Hey there RStudio-Community! I hope someone can help me out here:
1) Context
I am a student from Germany currently working on my master thesis in educational science and therefore working with PIAAC datasets from various countries using EdSurvey in R-Studio. (Also I would call myself a beginner in R.)
So far I used EdSurveys getData-function to convert the edSurvey.data.frames to regular data.frames, so I can use basic R-functions for data-manipulation. I then created various subsets from the same original data.frame in order to add new variables to these. The new variables are the same for each subset, but differentiate in their response category (LitLevel: 1, 2 or 3 - depending on the subset and LitLow, LitAve and LitHigh each coded binary 0/1). Each row has an ID called "seqid".

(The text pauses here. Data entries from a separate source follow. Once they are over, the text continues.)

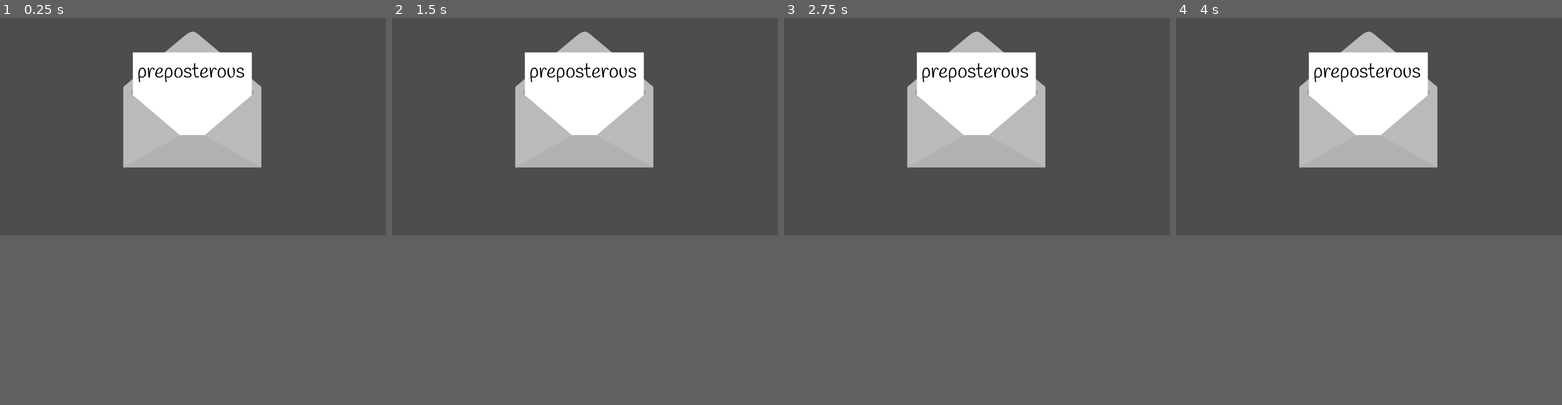
Above: before the commit, frames 1-4 (left to right).
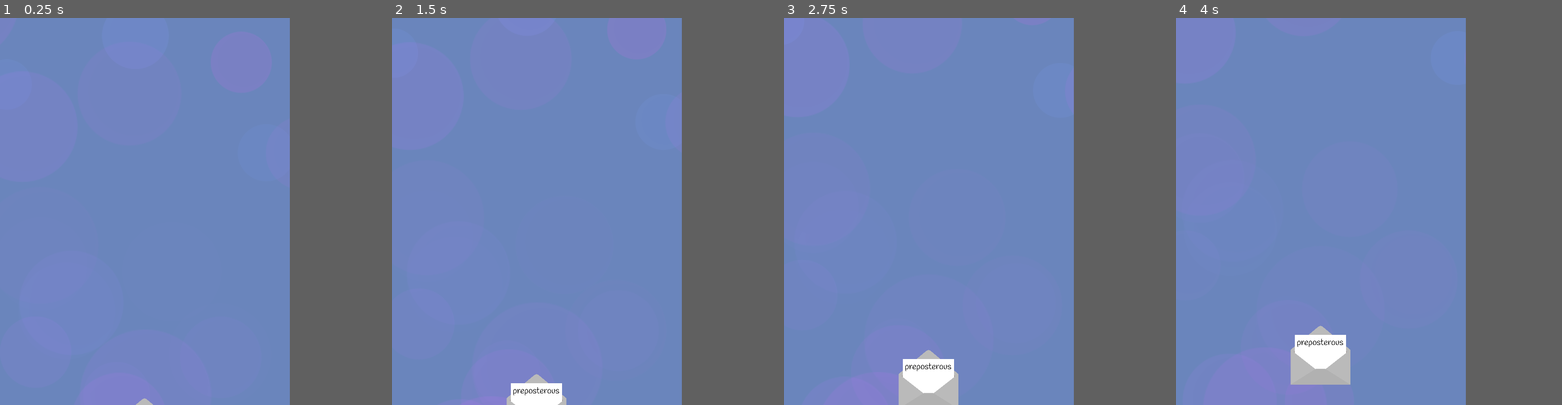
Above: after the commit, the same moments.

Repository: HoneyPony/ash-and-phoenix
Game: Godot game, scene res://game.tscn
The game is run twice, just before and just after one commit, with the same random seed, the same clock (stepped at 60 frames per second) and the same inputs.
Inputs:
- Up to frame 1 (0.25 s): no input
- Up to frame 2 (1.5 s): tap Enter at 0.5 s
- Up to frame 3 (2.75 s): no input
- Up to frame 4 (4 s): no input
In our replay, the window is 799x449 before the commit and 600x800 after it. These sizes can differ from the game's own. Grey fills any space a smaller window leaves; there, only what the larger window draws over its background counts as a difference.

The runs differ from the first frame. In frame 1, 42% of the frame differs, in the area x 0-76%, y 0-100%; in frame 2, 43%; in frame 3, 44%; in frame 4, 44%.

Commit message:
Start working on letters moving up and some visuals for the backgroun

Diff:
--- /dev/null
+++ b/bg/circle.svg
@@ -0,0 +1,58 @@
+<?xml version="1.0" encoding="UTF-8" standalone="no"?>
+<!-- Created with Inkscape (http://www.inkscape.org/) -->
+
+<svg
+   width="128"
+   height="128"
+   viewBox="0 0 33.866666 33.866668"
+   version="1.1"
+   id="svg5"
+   inkscape:version="1.2.2 (732a01da63, 2022-12-09)"
+   sodipodi:docname="circle.svg"
+   xmlns:inkscape="http://www.inkscape.org/namespaces/inkscape"
+   xmlns:sodipodi="http://sodipodi.sourceforge.net/DTD/sodipodi-0.dtd"
+   xmlns="http://www.w3.org/2000/svg"
+   xmlns:svg="http://www.w3.org/2000/svg">
+  <sodipodi:namedview
+     id="namedview7"
+     pagecolor="#505050"
+     bordercolor="#eeeeee"
+     borderopacity="1"
+     inkscape:pageshadow="0"
+     inkscape:pageopacity="0"
+     inkscape:pagecheckerboard="0"
+     inkscape:document-units="px"
+     showgrid="false"
+     inkscape:zoom="3.6233469"
+     inkscape:cx="102.39152"
+     inkscape:cy="42.778129"
+     inkscape:window-width="1620"
+     inkscape:window-height="1017"
+     inkscape:window-x="-8"
+     inkscape:window-y="-8"
+     inkscape:window-maximized="1"
+     inkscape:current-layer="layer1"
+     units="px"
+     width="64px"
+     inkscape:showpageshadow="0"
+     inkscape:deskcolor="#505050" />
+  <defs
+     id="defs2" />
+  <g
+     inkscape:label="Layer 1"
+     inkscape:groupmode="layer"
+     id="layer1">
+    <circle
+       style="fill:#ffffff;stroke-width:1.05833;stroke-linejoin:round"
+       id="path235"
+       cx="16.97757"
+       cy="16.831528"
+       r="16.831528" />
+    <circle
+       style="fill:#f9f9f9;stroke-width:1.20306;stroke-linejoin:round"
+       id="path289"
+       cx="18.421547"
+       cy="15.868823"
+       r="14.567851" />
+  </g>
+</svg>
--- a/game.tscn
+++ b/game.tscn
@@ -1,9 +1,75 @@
-[gd_scene load_steps=2 format=3 uid="uid://x5wn1mmjwih5"]
+[gd_scene load_steps=8 format=3 uid="uid://x5wn1mmjwih5"]
 
 [ext_resource type="PackedScene" uid="uid://cu88kepayydd1" path="res://letter/letter.tscn" id="1_ce206"]
+[ext_resource type="Texture2D" uid="uid://csu3tuw1e0jx6" path="res://bg/circle.svg" id="2_1fqt5"]
+
+[sub_resource type="Gradient" id="Gradient_m07sa"]
+offsets = PackedFloat32Array(0, 0.19, 0.415, 0.685, 1)
+colors = PackedColorArray(1, 1, 1, 0, 1, 1, 1, 1, 1, 1, 1, 0.0431373, 1, 1, 1, 1, 1, 1, 1, 0)
+
+[sub_resource type="GradientTexture1D" id="GradientTexture1D_8vxvv"]
+gradient = SubResource("Gradient_m07sa")
+
+[sub_resource type="Curve" id="Curve_sw2kn"]
+_data = [Vector2(0, 0), 0.0, 4.86316, 0, 0, Vector2(0.112554, 1), 0.0, 0.0, 0, 0, Vector2(1, 0.363636), -1.47, 0.0, 0, 0]
+point_count = 3
+
+[sub_resource type="CurveTexture" id="CurveTexture_lnx3s"]
+curve = SubResource("Curve_sw2kn")
+
+[sub_resource type="ParticleProcessMaterial" id="ParticleProcessMaterial_k26a6"]
+lifetime_randomness = 0.2
+emission_shape = 1
+emission_sphere_radius = 40.0
+particle_flag_disable_z = true
+direction = Vector3(0, -1, 0)
+spread = 30.0
+gravity = Vector3(0, -1, 0)
+initial_velocity_min = 15.0
+initial_velocity_max = 35.0
+orbit_velocity_min = 0.0
+orbit_velocity_max = 0.0
+scale_min = 0.9
+scale_max = 2.5
+scale_curve = SubResource("CurveTexture_lnx3s")
+color = Color(0.607843, 0.533333, 1, 0.176471)
+color_ramp = SubResource("GradientTexture1D_8vxvv")
+hue_variation_min = -0.02
+hue_variation_max = 0.03
 
 [node name="Game" type="Node2D"]
 
 [node name="Letter" parent="." instance=ExtResource("1_ce206")]
+scale = Vector2(0.3, 0.3)
 
 [node name="Camera2D" type="Camera2D" parent="."]
+
+[node name="Bubbles" type="GPUParticles2D" parent="."]
+z_index = -100
+position = Vector2(-426, 897)
+amount = 50
+process_material = SubResource("ParticleProcessMaterial_k26a6")
+texture = ExtResource("2_1fqt5")
+lifetime = 60.0
+preprocess = 120.0
+visibility_rect = Rect2(-100, -1000, 200, 1000)
+
+[node name="Bubbles2" type="GPUParticles2D" parent="."]
+z_index = -100
+position = Vector2(5, 894)
+amount = 50
+process_material = SubResource("ParticleProcessMaterial_k26a6")
+texture = ExtResource("2_1fqt5")
+lifetime = 60.0
+preprocess = 120.0
+visibility_rect = Rect2(-100, -1000, 200, 1000)
+
+[node name="Bubbles3" type="GPUParticles2D" parent="."]
+z_index = -100
+position = Vector2(403, 869)
+amount = 50
+process_material = SubResource("ParticleProcessMaterial_k26a6")
+texture = ExtResource("2_1fqt5")
+lifetime = 60.0
+preprocess = 120.0
+visibility_rect = Rect2(-100, -1000, 200, 1000)
--- a/letter/letter.gd
+++ b/letter/letter.gd
@@ -1,6 +1,6 @@
 extends Node2D
 
-@onready var text_display = $TextDisplay
+@onready var text_display = $LetterDisplay/TextDisplay
 
 var text = "preposterous"
 
@@ -8,6 +8,13 @@
 
 func _ready():
 	text_display.text = "[center]" + text + "[/center]"
+
+	position.y = 400 + 80
+
+func _process(delta):
+	position.y -= delta * 40
+	if position.y <= 400:
+		add_to_group("Letter")
 
 func render_text(correct: int, some_wrong: bool):
 	text_display.text = "[center][color=green]"
--- a/letter/letter.tscn
+++ b/letter/letter.tscn
@@ -1,22 +1,203 @@
-[gd_scene load_steps=7 format=3 uid="uid://cu88kepayydd1"]
+[gd_scene load_steps=39 format=3 uid="uid://cu88kepayydd1"]
 
 [ext_resource type="Texture2D" uid="uid://bugglmd2po4q6" path="res://letter/letter1/letter1.png" id="1_aee6o"]
 [ext_resource type="FontFile" uid="uid://b6pr3techvh6" path="res://fonts/handlee/Handlee-Regular.ttf" id="1_iaxyx"]
 [ext_resource type="Script" path="res://letter/letter.gd" id="1_qj84h"]
+[ext_resource type="Texture2D" uid="uid://d4c420d1pt1kj" path="res://letter/letter1/close/close.0000.png" id="3_ybton"]
+[ext_resource type="Texture2D" uid="uid://wmkyt4cgtgjo" path="res://letter/letter1/close/close.0001.png" id="4_f1etb"]
+[ext_resource type="Texture2D" uid="uid://bvw1qjrcyobus" path="res://letter/letter1/close/close.0002.png" id="5_e8w7x"]
+[ext_resource type="Texture2D" uid="uid://2wcarrscx056" path="res://letter/letter1/close/close.0003.png" id="6_nlg6s"]
+[ext_resource type="Texture2D" uid="uid://c6tegtvom5a5l" path="res://letter/letter1/close/close.0004.png" id="7_c3k4e"]
+[ext_resource type="Texture2D" uid="uid://b01lx6glkak81" path="res://letter/letter1/close/close.0005.png" id="8_k8m73"]
+[ext_resource type="Texture2D" uid="uid://cn7j8g5kyh5ph" path="res://letter/letter1/close/close.0006.png" id="9_4ocwf"]
+[ext_resource type="Texture2D" uid="uid://dg2caf0ner2od" path="res://letter/letter1/close/close.0007.png" id="10_j8gut"]
+[ext_resource type="Texture2D" uid="uid://b5dwsl1kbyahd" path="res://letter/letter1/close/close.0008.png" id="11_s7io6"]
+[ext_resource type="Texture2D" uid="uid://d0qm5nabj3jtp" path="res://letter/letter1/close/close.0009.png" id="12_o2vbi"]
+[ext_resource type="Texture2D" uid="uid://bwlyfpgbiff22" path="res://letter/letter1/close/close.0010.png" id="13_s7xnv"]
+[ext_resource type="Texture2D" uid="uid://ym8u4e8f4dja" path="res://letter/letter1/close/close.0011.png" id="14_fyuvd"]
+[ext_resource type="Texture2D" uid="uid://cunecl5dnvotk" path="res://letter/letter1/close/close.0012.png" id="15_vuwr2"]
+[ext_resource type="Texture2D" uid="uid://bxkib831uxmgk" path="res://letter/letter1/close/close.0013.png" id="16_cquy2"]
+[ext_resource type="Texture2D" uid="uid://b0yxox4yqwjy6" path="res://letter/letter1/close/close.0014.png" id="17_xhybf"]
+[ext_resource type="Texture2D" uid="uid://cepgqjawler10" path="res://letter/letter1/close/close.0015.png" id="18_t4ufp"]
+[ext_resource type="Texture2D" uid="uid://cwupnr3gqo8dn" path="res://letter/letter1/close/close.0016.png" id="19_gdvq5"]
+[ext_resource type="Texture2D" uid="uid://bflr8fqt1tbrt" path="res://letter/letter1/close/close.0017.png" id="20_pq5w2"]
+[ext_resource type="Texture2D" uid="uid://b8ypexeiow6b" path="res://letter/letter1/close/close.0018.png" id="21_p43kp"]
+[ext_resource type="Texture2D" uid="uid://mc4ncpch1lmu" path="res://letter/letter1/close/close.0019.png" id="22_s3eq4"]
+[ext_resource type="Texture2D" uid="uid://b8uh504womote" path="res://letter/letter1/close/close.0020.png" id="23_271vf"]
+[ext_resource type="Texture2D" uid="uid://b7yac0p6b2r44" path="res://letter/letter1/close/close.0021.png" id="24_okwem"]
+[ext_resource type="Texture2D" uid="uid://cowkah7kwpswg" path="res://letter/letter1/close/close.0022.png" id="25_dybeg"]
+[ext_resource type="Texture2D" uid="uid://dv08hvc4uqvc5" path="res://letter/letter1/close/close.0023.png" id="26_07i6m"]
+[ext_resource type="Texture2D" uid="uid://cumpp6pqnxseg" path="res://letter/letter1/close/close.0024.png" id="27_nembc"]
+[ext_resource type="Texture2D" uid="uid://djl2lg03gf45j" path="res://letter/letter1/close/close.0025.png" id="28_etpol"]
+[ext_resource type="Texture2D" uid="uid://ujgb1c7n4bwh" path="res://letter/letter1/close/close.0026.png" id="29_c4w6p"]
+[ext_resource type="Texture2D" uid="uid://myc77spnim0l" path="res://letter/letter1/close/close.0027.png" id="30_ho2sw"]
+[ext_resource type="Texture2D" uid="uid://c78sypi6s2qiq" path="res://letter/letter1/close/close.0028.png" id="31_3q5b4"]
+[ext_resource type="Texture2D" uid="uid://13nxvqj5liav" path="res://letter/letter1/close/close.0029.png" id="32_84dbo"]
+[ext_resource type="Texture2D" uid="uid://c8f3qreixqtll" path="res://letter/letter1/close/close.0030.png" id="33_6c1m2"]
+
+[sub_resource type="SpriteFrames" id="SpriteFrames_bcj7i"]
+animations = [{
+"frames": [{
+"duration": 1.0,
+"texture": ExtResource("3_ybton")
+}, {
+"duration": 1.0,
+"texture": ExtResource("4_f1etb")
+}, {
+"duration": 1.0,
+"texture": ExtResource("5_e8w7x")
+}, {
+"duration": 1.0,
+"texture": ExtResource("6_nlg6s")
+}, {
+"duration": 1.0,
+"texture": ExtResource("7_c3k4e")
+}, {
+"duration": 1.0,
+"texture": ExtResource("8_k8m73")
+}, {
+"duration": 1.0,
+"texture": ExtResource("9_4ocwf")
+}, {
+"duration": 1.0,
+"texture": ExtResource("10_j8gut")
+}, {
+"duration": 1.0,
+"texture": ExtResource("11_s7io6")
+}, {
+"duration": 1.0,
+"texture": ExtResource("12_o2vbi")
+}, {
+"duration": 1.0,
+"texture": ExtResource("13_s7xnv")
+}, {
+"duration": 1.0,
+"texture": ExtResource("14_fyuvd")
+}, {
+"duration": 1.0,
+"texture": ExtResource("15_vuwr2")
+}, {
+"duration": 1.0,
+"texture": ExtResource("16_cquy2")
+}, {
+"duration": 1.0,
+"texture": ExtResource("17_xhybf")
+}, {
+"duration": 1.0,
+"texture": ExtResource("18_t4ufp")
+}, {
+"duration": 1.0,
+"texture": ExtResource("19_gdvq5")
+}, {
+"duration": 1.0,
+"texture": ExtResource("20_pq5w2")
+}, {
+"duration": 1.0,
+"texture": ExtResource("21_p43kp")
+}, {
+"duration": 1.0,
+"texture": ExtResource("22_s3eq4")
+}, {
+"duration": 1.0,
+"texture": ExtResource("23_271vf")
+}, {
+"duration": 1.0,
+"texture": ExtResource("24_okwem")
+}, {
+"duration": 1.0,
+"texture": ExtResource("25_dybeg")
+}, {
+"duration": 1.0,
+"texture": ExtResource("26_07i6m")
+}, {
+"duration": 1.0,
+"texture": ExtResource("27_nembc")
+}, {
+"duration": 1.0,
+"texture": ExtResource("28_etpol")
+}, {
+"duration": 1.0,
+"texture": ExtResource("29_c4w6p")
+}, {
+"duration": 1.0,
+"texture": ExtResource("30_ho2sw")
+}, {
+"duration": 1.0,
+"texture": ExtResource("31_3q5b4")
+}, {
+"duration": 1.0,
+"texture": ExtResource("32_84dbo")
+}, {
+"duration": 1.0,
+"texture": ExtResource("33_6c1m2")
+}],
+"loop": true,
+"name": &"default",
+"speed": 24.0
+}]
 
 [sub_resource type="Animation" id="Animation_cdesm"]
 resource_name = "Complete"
+step = 0.025
 tracks/0/type = "value"
 tracks/0/imported = false
 tracks/0/enabled = true
 tracks/0/path = NodePath(".:position")
-tracks/0/interp = 1
+tracks/0/interp = 2
 tracks/0/loop_wrap = true
 tracks/0/keys = {
-"times": PackedFloat32Array(0, 1),
+"times": PackedFloat32Array(0.275, 1),
 "transitions": PackedFloat32Array(1, 1),
 "update": 0,
 "values": [Vector2(0, 0), Vector2(-1000, 0)]
+}
+tracks/1/type = "value"
+tracks/1/imported = false
+tracks/1/enabled = true
+tracks/1/path = NodePath("LetterDisplay/AnimatedSprite2D:frame")
+tracks/1/interp = 1
+tracks/1/loop_wrap = true
+tracks/1/keys = {
+"times": PackedFloat32Array(0, 0.4),
+"transitions": PackedFloat32Array(1, 1),
+"update": 0,
+"values": [0, 30]
+}
+tracks/2/type = "value"
+tracks/2/imported = false
+tracks/2/enabled = true
+tracks/2/path = NodePath("LetterDisplay/TextDisplay:position")
+tracks/2/interp = 1
+tracks/2/loop_wrap = true
+tracks/2/keys = {
+"times": PackedFloat32Array(0, 0.3),
+"transitions": PackedFloat32Array(1, 1),
+"update": 0,
+"values": [Vector2(-261, -203), Vector2(-261, -80)]
+}
+tracks/3/type = "value"
+tracks/3/imported = false
+tracks/3/enabled = true
+tracks/3/path = NodePath("LetterDisplay/TextDisplay:scale")
+tracks/3/interp = 1
+tracks/3/loop_wrap = true
+tracks/3/keys = {
+"times": PackedFloat32Array(0, 0.3),
+"transitions": PackedFloat32Array(1, 1),
+"update": 0,
+"values": [Vector2(1, 1), Vector2(1, 1e-05)]
+}
+tracks/4/type = "value"
+tracks/4/imported = false
+tracks/4/enabled = true
+tracks/4/path = NodePath("LetterDisplay:position")
+tracks/4/interp = 2
+tracks/4/loop_wrap = true
+tracks/4/keys = {
+"times": PackedFloat32Array(0, 0.125, 0.3, 0.375, 0.425),
+"transitions": PackedFloat32Array(1, 1, 1, 1, 1),
+"update": 0,
+"values": [Vector2(0, 0), Vector2(0, -5), Vector2(0, 15), Vector2(0, -15), Vector2(0, 0)]
 }
 
 [sub_resource type="Animation" id="Animation_mycyy"]
@@ -33,6 +214,54 @@
 "update": 0,
 "values": [Vector2(0, 0)]
 }
+tracks/1/type = "value"
+tracks/1/imported = false
+tracks/1/enabled = true
+tracks/1/path = NodePath("LetterDisplay/AnimatedSprite2D:frame")
+tracks/1/interp = 1
+tracks/1/loop_wrap = true
+tracks/1/keys = {
+"times": PackedFloat32Array(0),
+"transitions": PackedFloat32Array(1),
+"update": 1,
+"values": [0]
+}
+tracks/2/type = "value"
+tracks/2/imported = false
+tracks/2/enabled = true
+tracks/2/path = NodePath("LetterDisplay/TextDisplay:position")
+tracks/2/interp = 1
+tracks/2/loop_wrap = true
+tracks/2/keys = {
+"times": PackedFloat32Array(0),
+"transitions": PackedFloat32Array(1),
+"update": 0,
+"values": [Vector2(-261, -203)]
+}
+tracks/3/type = "value"
+tracks/3/imported = false
+tracks/3/enabled = true
+tracks/3/path = NodePath("LetterDisplay/TextDisplay:scale")
+tracks/3/interp = 1
+tracks/3/loop_wrap = true
+tracks/3/keys = {
+"times": PackedFloat32Array(0),
+"transitions": PackedFloat32Array(1),
+"update": 0,
+"values": [Vector2(1, 1)]
+}
+tracks/4/type = "value"
+tracks/4/imported = false
+tracks/4/enabled = true
+tracks/4/path = NodePath("LetterDisplay:position")
+tracks/4/interp = 1
+tracks/4/loop_wrap = true
+tracks/4/keys = {
+"times": PackedFloat32Array(0),
+"transitions": PackedFloat32Array(1),
+"update": 0,
+"values": [Vector2(0, 0)]
+}
 
 [sub_resource type="AnimationLibrary" id="AnimationLibrary_0vn8i"]
 _data = {
@@ -40,15 +269,23 @@
 "RESET": SubResource("Animation_mycyy")
 }
 
-[node name="Letter" type="Node2D" groups=["Letter"]]
+[node name="Letter" type="Node2D"]
 script = ExtResource("1_qj84h")
 
 [node name="Letter1" type="Sprite2D" parent="."]
+visible = false
 position = Vector2(-2, -84)
 scale = Vector2(0.5725, 0.5725)
 texture = ExtResource("1_aee6o")
 
-[node name="TextDisplay" type="RichTextLabel" parent="."]
+[node name="LetterDisplay" type="Node2D" parent="."]
+
+[node name="AnimatedSprite2D" type="AnimatedSprite2D" parent="LetterDisplay"]
+position = Vector2(-3, -80)
+scale = Vector2(0.570625, 0.570625)
+sprite_frames = SubResource("SpriteFrames_bcj7i")
+
+[node name="TextDisplay" type="RichTextLabel" parent="LetterDisplay"]
 offset_left = -261.0
 offset_top = -203.0
 offset_right = 250.0
--- a/project.godot
+++ b/project.godot
@@ -19,6 +19,13 @@
 
 GS="*res://global.gd"
 
+[display]
+
+window/size/viewport_width=600
+window/size/viewport_height=800
+window/stretch/mode="canvas_items"
+window/stretch/aspect="keep_height"
+
 [filesystem]
 
 import/blender/enabled=false
@@ -27,3 +34,4 @@
 
 renderer/rendering_method="gl_compatibility"
 renderer/rendering_method.mobile="gl_compatibility"
+environment/defaults/default_clear_color=Color(0.415686, 0.521569, 0.737255, 1)
Not shown, added: bg/circle.svg.import
Binary file added: letter/letter1/close/close.0000.png
Not shown, added: letter/letter1/close/close.0000.png.import
Binary file added: letter/letter1/close/close.0001.png
Not shown, added: letter/letter1/close/close.0001.png.import
Binary file added: letter/letter1/close/close.0002.png
Not shown, added: letter/letter1/close/close.0002.png.import
Binary file added: letter/letter1/close/close.0003.png
Not shown, added: letter/letter1/close/close.0003.png.import
Binary file added: letter/letter1/close/close.0004.png
Not shown, added: letter/letter1/close/close.0004.png.import
Binary file added: letter/letter1/close/close.0005.png
(and 52 more such lines)

(see R-Script below for Details.)
2) Aim
Now I would like to merge these subsets (not data.frames!) again (using their ID "seqid"). I specifically do not want new rows for each subset I manipulated (and therefore have double ID's with Variables that are 0/1 or NA, which would distort my subsequent regression analysis), but would like them to merge accordingly (all in one row, by their ID "seqid"). The latter is what I had mistakenly done the first time (see R-Script below).
3) Problem and attempted approaches
So far I have tried various functions (i.e. merge, dplyr/full_join, combine.subsets), yet always receive errors such as:
Error in `dplyr::full_join()`:
! `suffix` must be a character vector of length 2.
ℹ `suffix` is a `data.frame` object of length 124.
or
Error in `dplyr::full_join()`:
! Join columns must be present in data.
✖ Problem with `sdf_deuRaw$seqid`.
---
Backtrace:
1. dplyr::full_join(...)
2. dplyr:::full_join.data.frame(...)
or
Error in fix.by(by.x, x) :
'by' must specify one or more columns as numbers, names, or logical values
or
Error in combine.subsets(sdf_deuRaw_LitLow, sdf_deuRaw_LitAve, sdf_deuRaw_LitHigh, :
could not find function "combine.subsets"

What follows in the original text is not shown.